This image is the cover for the book Crimes of Winter, The Inspector Sebag Mysteries

Crimes of Winter, The Inspector Sebag Mysteries

The third Inspector Sebag mystery “dives deeper into character than most traditional detective yarns and is written with wit, poignancy, and panache” (Kirkus Reviews).

Crime, suspense, and marital woes combine in this atmospheric procedural set in the seemingly quiet Mediterranean town of Perpignan.

This winter is going to be a rough one for Insp. Gilles Sebag, for he has discovered a terrible truth: his wife has been cheating on him. Bouncing between depression, whisky, and insomnia, he buries himself in work in an attempt to forget.

But his investigations lead him inexorably to bigger tragedies—a woman murdered in a hotel, a depressed man who throws himself from the roof of his building, another who threatens to blow up the neighborhood—all of them involving betrayals of some sort. Perpignan seems to be suffering from a veritable epidemic of crimes of passion. Adultery is everywhere—and each betrayal leads to another dramatic crime.

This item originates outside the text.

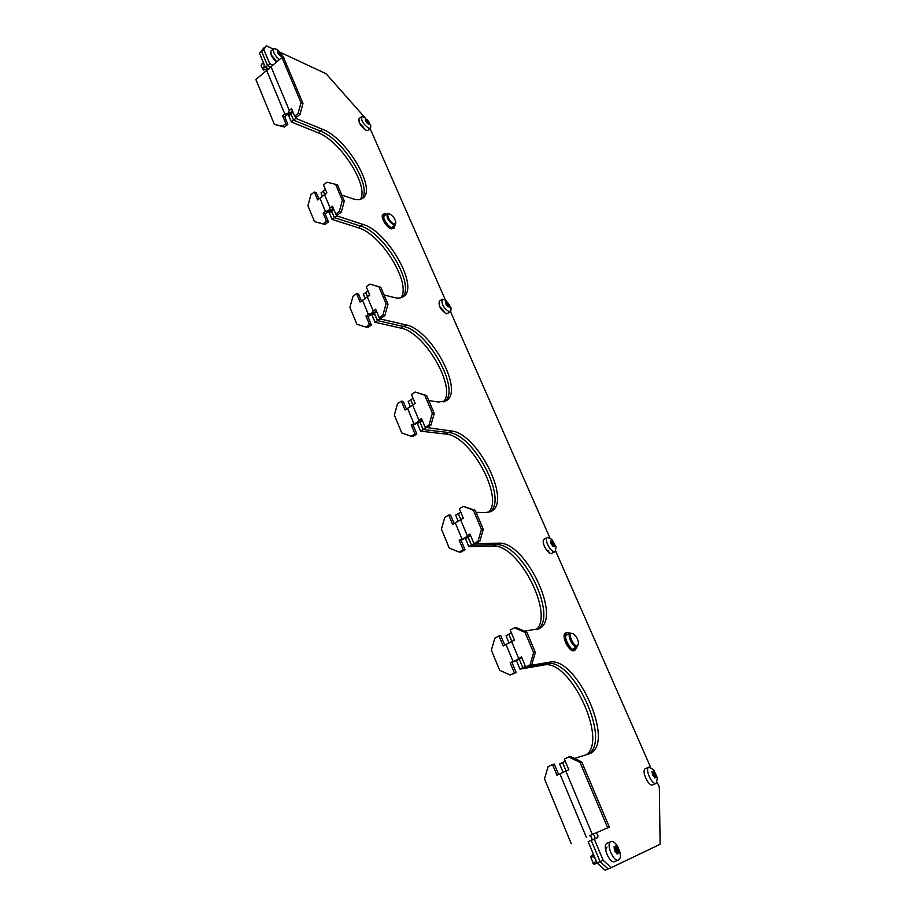 <?xml version="1.0" encoding="UTF-8"?>
<svg xmlns="http://www.w3.org/2000/svg" width="916" height="916" viewBox="0 0 916 916"><rect width="100%" height="100%" fill="white"/><g stroke="black" fill="none" stroke-linecap="round" stroke-linejoin="round"><path stroke-width="1.37" d="M439.417 302.978L439.531 306.356L444.031 311.234M544.367 546.314C545.776 549.188 547.299 550.745 548.936 550.997M359.141 120.065L359.278 122.664L363.709 127.645M271.022 52.349L271.09 54.88L275.979 60.319M611.235 867.658L608.167 868.929L600.106 861.613L603.175 860.33L611.235 867.658L660.115 844.289L659.325 787.084L657.23 782.298M597.037 862.895L600.106 861.613L608.167 868.929L605.098 870.2L597.037 862.895L588.175 841.667L591.221 840.361L600.106 861.613L591.221 840.361L597.644 837.613C598.343 835.518 597.713 833.984 595.721 833.033L592.686 834.339C594.61 835.197 595.274 836.709 594.679 838.873C595.274 836.709 594.61 835.197 592.686 834.339L595.721 833.033M510.143 675.035L516.177 672.562L511.964 662.451L510.166 662.737L514.38 672.871L510.143 675.035L499.644 670.226L491.365 650.165L494.858 638.189L499.025 635.979L503.193 645.975L514.426 640.066L510.212 630.036L514.437 627.792L516.235 627.586L526.826 632.2L535.379 652.398L533.616 652.673L530.032 664.856L525.738 667.054L521.479 656.887L515.536 660.619L516.487 660.722L519.99 669.127L543.829 665.039L546.6 663.631C572.592 656.852 611.842 740.506 588.37 754.189C611.842 740.506 572.592 656.852 546.6 663.631L522.91 667.661L546.6 663.631L549.371 662.211L529.952 665.497M459.145 552.085L461 552.039L465.019 549.737L461.057 540.222L459.202 540.245L463.164 549.772L459.145 552.085L449.206 547.997L441.42 529.127L444.764 517.403L448.725 515.055L452.63 524.467L463.301 518.181L459.34 508.746L463.359 506.365L475.232 510.315L483.282 529.322L481.45 529.311L478.015 541.219L473.95 543.566L469.942 534.005L464.458 538.276L465.488 538.665L468.786 546.577L493.438 546.188L496.06 544.688C521.673 542.329 558.485 616.044 537.761 629.281C558.485 616.044 521.673 542.329 496.06 544.688L471.568 545.031L496.06 544.688L498.705 543.188L475.919 543.463M411.124 436.302L413.024 436.508L416.849 434.081L413.116 425.116L411.204 424.887L414.937 433.863L411.124 436.302L401.7 432.879L394.349 415.074L397.555 403.613L401.322 401.139L405.021 410.013L415.166 403.406L411.433 394.51L415.246 392.014L426.65 395.552L434.241 413.46L432.352 413.196L429.066 424.852L425.196 427.325L421.417 418.314L416.345 423.066L417.456 423.707L420.57 431.161L445.886 434.07L448.393 432.489C473.492 433.726 508.174 499.209 490.06 511.907C508.174 499.209 473.492 433.726 448.393 432.489L423.215 429.547L448.393 432.489L450.901 430.909L425.448 427.36M365.816 327.081L367.763 327.504L371.404 324.974L367.877 316.512L365.931 316.054L369.457 324.539L365.816 327.081L356.862 324.253L349.923 307.444L353.015 296.212L356.599 293.635L360.091 302.017L369.755 295.135L366.228 286.742L369.858 284.132L380.838 287.303L387.995 304.204L386.071 303.723L382.911 315.138L379.224 317.715L375.663 309.219L373.213 310.936L370.957 314.383L372.136 315.23L375.079 322.272L400.956 328.123L403.349 326.474C427.864 330.619 460.668 389.323 444.97 401.426C460.668 389.323 427.864 330.619 403.349 326.474L377.61 320.6L403.349 326.474L405.742 324.825L379.945 318.882L379.476 317.772M342.355 200.341L335.577 184.322L337.546 185.032L344.313 201.016L342.355 200.341L339.309 211.516L335.794 214.184L332.428 206.146L330.103 207.921L328.065 211.676L329.302 212.718L332.084 219.382L358.431 227.844L360.721 226.138C384.628 232.641 415.75 285.769 402.239 297.253C415.75 285.769 384.628 232.641 360.721 226.138L334.5 217.653L360.721 226.138L363.011 224.431L336.733 215.867L336.058 214.264M300.998 102.535L281.933 57.445L283.926 58.372L302.99 103.382L300.998 102.535L298.066 113.492L294.712 116.229L291.528 108.626L289.307 110.447L287.475 114.466L288.769 115.691L291.403 122L318.127 132.797L320.314 131.045C343.615 139.461 373.236 187.998 361.66 198.864C373.236 187.998 343.615 139.461 320.314 131.045L293.715 120.225L320.314 131.045L322.501 129.282L295.834 118.382L294.986 116.343M269.018 68.975L265.377 67.349L267.541 65.505L270.77 66.948L267.541 65.505L269.716 63.651L263.808 49.556L261.655 51.41L267.541 65.505L261.655 51.41L266.281 45.8L263.808 49.556M606.839 854.227C605.487 850.529 605.545 848.136 607.022 847.048M650.578 767.161L555.737 551.226M549.795 537.703L450.592 311.852M445.348 299.898L370.133 128.652M364.476 117.099L326.073 73.738L280.88 52.624M273.243 49.052L266.281 45.8M272.922 65.105L269.716 63.651M341.76 194.994L351.996 198.566C356.69 200.157 360.309 200.02 362.862 198.131C376.957 189.475 346.74 138.087 322.501 129.282M384.067 294.929L394.12 297.517C398.013 298.49 401.128 298.169 403.487 296.544C419.494 287.349 387.823 231.221 363.011 224.431M428.78 400.555L438.615 402.044L446.264 400.739C464.446 391.052 431.138 329.165 405.742 324.825M476.102 512.376L485.686 512.616L491.423 511.254C512.01 501.155 476.858 432.238 450.901 430.909M524.456 631.158L539.18 628.674C562.401 618.289 525.154 540.818 498.705 543.188M574.55 758.414L589.858 753.639C615.873 743.151 576.198 655.306 549.371 662.211M594.266 839.045L603.175 860.33M365.931 316.054L368.358 314.36L376.739 311.784M411.204 424.887L422.299 420.421M459.202 540.245L470.595 535.574M510.166 662.737L521.88 657.848M571.195 843.579L544.482 778.863L548.134 766.623L552.531 764.574L556.962 775.211L568.813 769.738L564.336 759.066L568.79 756.982L580.023 762.421L607.686 827.835L609.346 827.137L581.729 761.894L580.023 762.421M361.442 301.055L358.557 294.128L356.599 293.635M367.877 316.512L376.808 311.955M406.441 409.086L403.246 401.414L401.322 401.139M413.116 425.116L422.356 420.559M454.13 523.586L450.592 515.09L448.725 515.055M461.057 540.222L470.641 535.677M504.762 645.15L500.846 635.75L499.025 635.979M511.964 662.451L521.914 657.917M558.611 774.444L554.283 764.036L552.531 764.574M333.676 209.134L325.466 211.47L323.153 213.233L326.485 221.248L323.016 223.882L314.497 221.592L307.925 205.688L310.902 194.684L314.325 192.028L317.623 199.951L326.84 192.829L323.508 184.895L326.978 182.204L335.577 184.322M336.733 215.867L334.409 217.63L331.615 210.966L327.436 212.111L325.123 213.875L323.153 213.233M322.592 196.642L321.024 192.887L323.314 191.112L324.722 194.467L323.314 191.123L325.432 189.475M379.945 318.882L377.507 320.577L374.552 313.535M365.266 298.776L363.377 294.265L365.782 292.559L367.522 296.715L365.77 292.559L368.003 290.967M425.677 427.898L423.123 429.535L419.997 422.07L423.215 429.547L420.57 431.161M410.414 406.853L408.181 401.506L410.7 399.857L412.818 404.929L410.7 399.868L413.036 398.334M474.03 543.566L471.465 545.031L468.156 537.12M460.84 519.635L458.298 513.555L460.748 512.101M522.818 667.684L519.292 659.268L522.818 667.684L525.44 666.333M509.09 643.032L506.033 635.715L508.827 634.238L511.826 641.429L508.815 634.238L511.403 632.864M325.123 213.875L328.455 221.878L324.985 224.5L314.497 221.592M318.917 198.955L316.306 192.704L314.325 192.028M292.937 111.97L284.865 114.099L282.655 115.908L285.815 123.511L282.506 126.225L274.388 124.404L255.885 79.578L281.933 57.445M295.834 118.382L293.612 120.191L290.967 113.882L286.868 114.912L284.658 116.733L282.655 115.908M563.145 772.417L559.596 763.933L562.538 762.559L566.077 770.997L562.538 762.559L565.264 761.288M284.658 116.733L287.819 124.313L284.51 127.015L274.388 124.404M290.967 113.882L293.028 112.199M287.819 124.313L285.815 123.511M284.51 127.015L282.506 126.225M331.615 210.966L333.767 209.329M328.455 221.878L326.485 221.248M371.404 324.974L369.457 324.539M416.849 434.081L414.937 433.863M465.019 549.737L463.164 549.772M516.177 672.562L514.38 672.871M324.985 224.5L323.016 223.882M282.082 54.937L281.991 56.769L279.506 55.349L277.663 52.624L278.292 52.327L277.743 51.044L279.712 51.903L282.082 54.937M284.212 59.036L283.731 57.387L277.204 49.395L273.655 48.697L270.976 50.998C269.888 53.758 271.766 57.422 276.609 61.979M273.655 48.697C272.579 51.445 274.457 55.109 279.311 59.689M268.274 68.643L265.526 69.456C263.957 69.856 263.407 69.307 263.865 67.818C264.621 64.326 264.071 62.998 262.205 63.834L261.312 65.299M265.377 69.49L262.823 69.513L261.14 65.322M369.159 122.389L369.217 124.233L367.591 123.5L365.656 121.061L365.312 118.885L366.995 119.584L369.159 122.389M361.683 116.584L359.061 118.668C358.328 122.481 360.664 126.374 366.079 130.312L367.98 130.347L370.602 128.286L370.762 125.274L364.602 117.191L361.683 116.584C360.961 120.397 363.309 124.29 368.713 128.24L370.602 128.286M449.516 305.131L449.699 307.398L448.703 306.494L448.142 306.963L446.161 304.501L445.691 301.891L447.306 302.303L449.516 305.131M442.21 299.2L439.359 301.169C438.283 305.749 440.642 309.986 446.447 313.845L450.741 311.749L451.084 307.994L445.829 300.253L442.21 299.2C441.146 303.791 443.516 308.016 449.309 311.898L450.741 311.749M597.53 863.353L594.782 864.006L594.85 862.723C596.35 859.758 595.514 857.754 592.354 856.712L591.404 855.796L593.488 854.399M618.208 849.235L618.724 853.346L617.773 852.762L617.132 854.078L614.51 850.357L614.063 846.785L615.415 847.197L615.655 846.063L618.208 849.235M607.171 843.201L607.136 843.212C601.663 845.044 609.598 864.223 614.739 861.555L614.819 861.521M610.915 841.609C605.487 843.418 613.445 862.62 618.563 859.964L618.655 859.929C620.498 858.716 620.853 855.865 619.708 851.376L617.796 846.773C615.38 842.754 613.09 841.025 610.938 841.598L610.915 841.609M615.415 847.197L614.235 847.701M607.136 843.212L610.938 841.598M593.591 863.765L590.557 856.803M554.42 543.703L554.775 546.6L553.859 545.844L553.31 546.612L551.317 544.104L550.665 540.864L551.924 541.425L552.165 540.829L554.42 543.703M547.413 537.417L544.241 539.192C540.566 540.738 547.184 554.02 551.386 553.516L555.325 551.558L556.023 546.852L551.787 539.295L547.413 537.417C543.749 538.952 550.39 552.245 554.581 551.753L555.325 551.558M655.673 773.951L656.222 777.512L655.375 776.917L654.871 778.016L652.49 774.627L652.009 771.535L653.222 771.97L653.371 771.043L655.673 773.951M645.574 768.627L645.459 768.673C640.96 770.173 648.448 786.981 652.696 784.886L652.845 784.817M649.066 767.058L648.952 767.104C644.463 768.593 651.974 785.424 656.211 783.34L657.39 777.936L653.715 769.841L649.066 767.058M264.14 47.643L259.503 53.254L264.14 47.643M607.686 827.835L589.664 835.644C591.576 836.491 592.24 838.003 591.644 840.178M543.829 665.039C569.202 658.375 608.018 738.743 586.515 754.761M493.438 546.188C518.227 543.852 554.501 613.857 536.238 629.681M445.886 434.07C470.148 435.226 504.269 497.319 488.594 512.353M400.956 328.123C424.623 332.084 456.821 387.651 443.539 401.906M358.431 227.844C381.457 234.084 411.948 284.246 400.842 297.746M318.127 132.797C340.512 140.858 369.446 186.566 360.286 199.367M265.377 67.349L259.503 53.254M481.45 529.311L473.4 510.258L463.359 506.365M432.352 413.196L424.772 395.254L415.246 392.014M386.071 303.723L378.903 286.788L369.858 284.132M483.282 529.322L479.847 541.207L475.782 543.543L473.95 543.566M468.786 546.577L471.477 545.031L467.698 536.925L470.297 534.864M434.241 413.46L430.944 425.093L427.085 427.554L425.196 427.325M417.456 423.707L421.898 419.471M387.995 304.204L384.835 315.596L381.159 318.161L379.224 317.715M375.079 322.272L377.507 320.577L374.026 313.123L376.247 310.627M344.313 201.016L341.267 212.169L337.764 214.825L335.794 214.184M332.084 219.382L334.409 217.619L331.054 210.451L333.115 207.783M302.99 103.382L300.059 114.317L296.704 117.053L294.712 116.229M291.403 122L293.624 120.191L290.383 113.286L292.296 110.458M475.232 510.315L473.4 510.258M426.65 395.552L424.772 395.254M380.838 287.303L378.903 286.788M460.84 519.624L458.298 513.555L455.653 515.124L458.275 521.41M521.696 657.413L516.487 660.722M533.616 652.673L525.051 632.418L514.437 627.792M535.379 652.398L531.795 664.558L525.738 667.054M526.826 632.2L525.051 632.418M609.346 827.137L589.664 835.644M568.79 756.982L570.508 756.467L581.729 761.894M522.818 667.672L519.99 669.127M531.795 664.558L530.032 664.856M468.168 537.12L465.488 538.665M374.564 313.535L372.136 315.23M331.626 210.955L329.302 212.718M290.979 113.87L288.769 115.691M300.059 114.317L298.066 113.492M341.267 212.169L339.309 211.516M384.835 315.596L382.911 315.138M430.944 425.093L429.066 424.852M479.847 541.207L478.015 541.219M393.995 223.939L395.872 222.771C395.243 218.97 393.17 216.061 389.678 214.012L389.46 213.943C385.247 212.615 389.838 222.748 393.995 223.939M395.872 222.771L395.277 224.912L393.708 224.981C388.533 221.432 386.38 217.733 387.25 213.875L388.853 213.806M577.172 645.746L578.477 644.154C578.42 639.757 576.622 636.254 573.072 633.643L571.813 633.391C567.714 633.609 573.359 646.65 577.172 645.746M578.477 644.154L576.84 646.879C572.889 647.875 566.569 634.57 570.302 633.116L573.072 633.643M295.089 116.378L295.937 118.416M336.161 214.298L336.825 215.89M379.579 317.795L380.037 318.894M362.496 300.299L368.358 314.36M407.54 408.364L413.746 423.249M455.286 522.899L461.87 538.688M505.987 644.498L512.983 661.283M559.905 773.848L586.263 837.075M319.924 198.177L325.466 211.47M266.659 70.429L284.865 114.099M394.716 226.47L394.006 228.256L391.991 228.37C387.239 227.088 380.667 215.775 383.69 214.081L385.602 213.932M386.666 214.31L386.094 214.069C379.739 211.562 386.06 226.218 392.105 227.947C394.052 228.485 394.91 227.615 394.693 225.336M391.453 228.84L391.166 228.851C386.197 227.523 379.865 215.97 383.071 214.539C380.048 216.233 386.621 227.546 391.372 228.817M391.04 228.725C386.037 225.828 383.151 221.706 382.361 216.359M567.244 632.452L569.054 632.922M576.725 647.864L574.801 650.36C569.695 651.677 561.588 634.536 566.397 632.67L567.05 632.464M569.855 633.345L567.451 632.635C561.691 632.922 569.58 651.196 574.927 649.902L576.851 646.959M574.057 650.738L573.977 650.761C568.676 652.077 560.626 635.051 565.664 633.048C560.844 634.925 568.951 652.055 574.057 650.738M571.939 650.268C566.855 646.604 564.313 641.647 564.313 635.395M281.029 55.83L281.704 55.258L281.029 55.83M281.727 55.475L281.155 55.968M277.651 52.876L278.269 52.349L277.651 52.876M277.708 52.979L279.059 51.834M279.357 51.972L277.914 53.197M278.063 53.3L279.712 51.903M279.288 54.548L280.788 53.265M280.285 52.418L278.716 53.758M281.075 53.655L279.437 55.052M280.445 55.704L281.83 54.525M262.205 63.834L261.175 65.528M263.865 67.818L262.823 69.513M368.266 123.259L368.919 122.744L368.266 123.259M365.908 120.042L366.48 119.584M366.732 119.698L365.381 120.775M365.415 120.832L366.995 119.584M366.721 121.897L368.014 120.866M367.511 120.053L365.965 121.267M368.278 121.221L366.881 122.32M367.247 123.339L368.93 122.011M449.573 305.406L447.706 306.688M447.764 306.78L449.367 305.681M449.39 305.99L448.657 306.482M446.207 302.944L446.836 302.509M446.665 304.822L448.359 303.654M447.81 302.738L445.829 304.089M448.634 304.02L447.065 305.085M447.489 305.967L449.287 304.742M618.334 849.75L614.785 851.239M615.815 851.662L618.243 850.643M618.323 851.182L616.216 852.063M618.128 852.945L618.769 852.67M616.617 853.334L617.67 852.888L616.617 853.346M614.201 847.632L615.254 847.185M614.808 848.743L616.915 847.85M616.159 846.487L615.541 846.75M617.235 848.273L614.934 849.235M614.567 850.208L617.934 848.8M592.354 856.712L590.534 857.468M594.85 862.723L593.018 863.467M554.512 544.07L552.554 545.157M552.669 545.512L554.375 544.562M554.432 544.951L552.783 545.867M553.768 545.913L552.943 546.371M551.031 541.791L551.775 541.379M551.901 541.425L551.089 541.883M550.963 543.6L553.275 542.306M552.646 541.241L551.18 542.066M553.55 542.684L551.18 544.001M552.05 544.505L554.18 543.314M655.787 774.398L653.119 775.577M653.875 775.967L655.742 775.142M655.822 775.6L654.093 776.367M655.295 777.031L654.413 777.421M653.085 771.959L652.215 772.348L653.074 771.948M652.799 773.413L654.528 772.646M654.814 773.024L652.764 773.94M652.467 774.867L655.421 773.551M467.24 535.574L460.622 519.761M418.852 419.963L412.612 405.067M373.213 310.936L367.327 296.864M330.103 207.921L324.527 194.616M289.307 110.447L271.01 66.731M518.639 658.352L511.609 641.543M592.343 834.453L565.836 771.112M393.388 228.714L394.739 225.302M386.712 214.264L383.071 214.539M574.641 650.555L576.931 646.914M569.935 633.3L567.13 632.441L565.664 633.048M261.701 64.166L263.442 62.689M263.396 70.028L265.526 69.456M614.739 861.555L618.563 859.964M619.708 851.376L617.796 846.773M616.594 853.254L617.773 852.762M590.499 856.849L591.404 855.796M593.431 863.914L594.782 864.006M552.932 546.348L553.814 545.856M551.1 541.906L551.97 541.413M645.459 768.673L648.952 767.104M652.764 784.852L656.28 783.306M654.402 777.352L655.375 776.917M652.249 772.406L653.222 771.97M391.693 227.534L395.277 224.912M383.678 216.519L387.25 213.875M389.46 213.943L388.602 213.726M572.924 648.952L577.298 646.73M565.951 635.361L570.302 633.116"/></g></svg>

“Vivid and atmospheric . . . A thoughtful, almost lyrical approach to crime fiction, which will appeal to anyone who also liked In Her Wake, The Dying Detective or The Bird Tribunal. Its seasonal themes are also reminiscent of Johan Theorin’s Oland quartet, set at a Swedish resort.” —Crime Fiction Lover

“The most ambitious thematically. In it, Georget takes the stuff of existential novels and folds it into the crime genre’s formula.” —Los Angeles Review of Books

“Engaging . . . The resolution is multilayered and satisfying.” —Publishers Weekly

“Fans of French settings will enjoy venturing outside of Paris, and the year-end holiday provides an additional measure of atmosphere to the crimes and solutions here.” —Library Journal

Philippe Georget, Steven Rendall

Philippe Georget was born in 1962. He works as a TV news anchorman for France-3. A passionate traveler, in 2001 he traveled the entire length of the Mediterranean shoreline with his wife and their three children in an RV. He lives in Perpignan. Summertime, All the Cats Are Bored, his debut novel, won the SNCF Crime Fiction Prize and the City of Lens First Crime Novel Prize.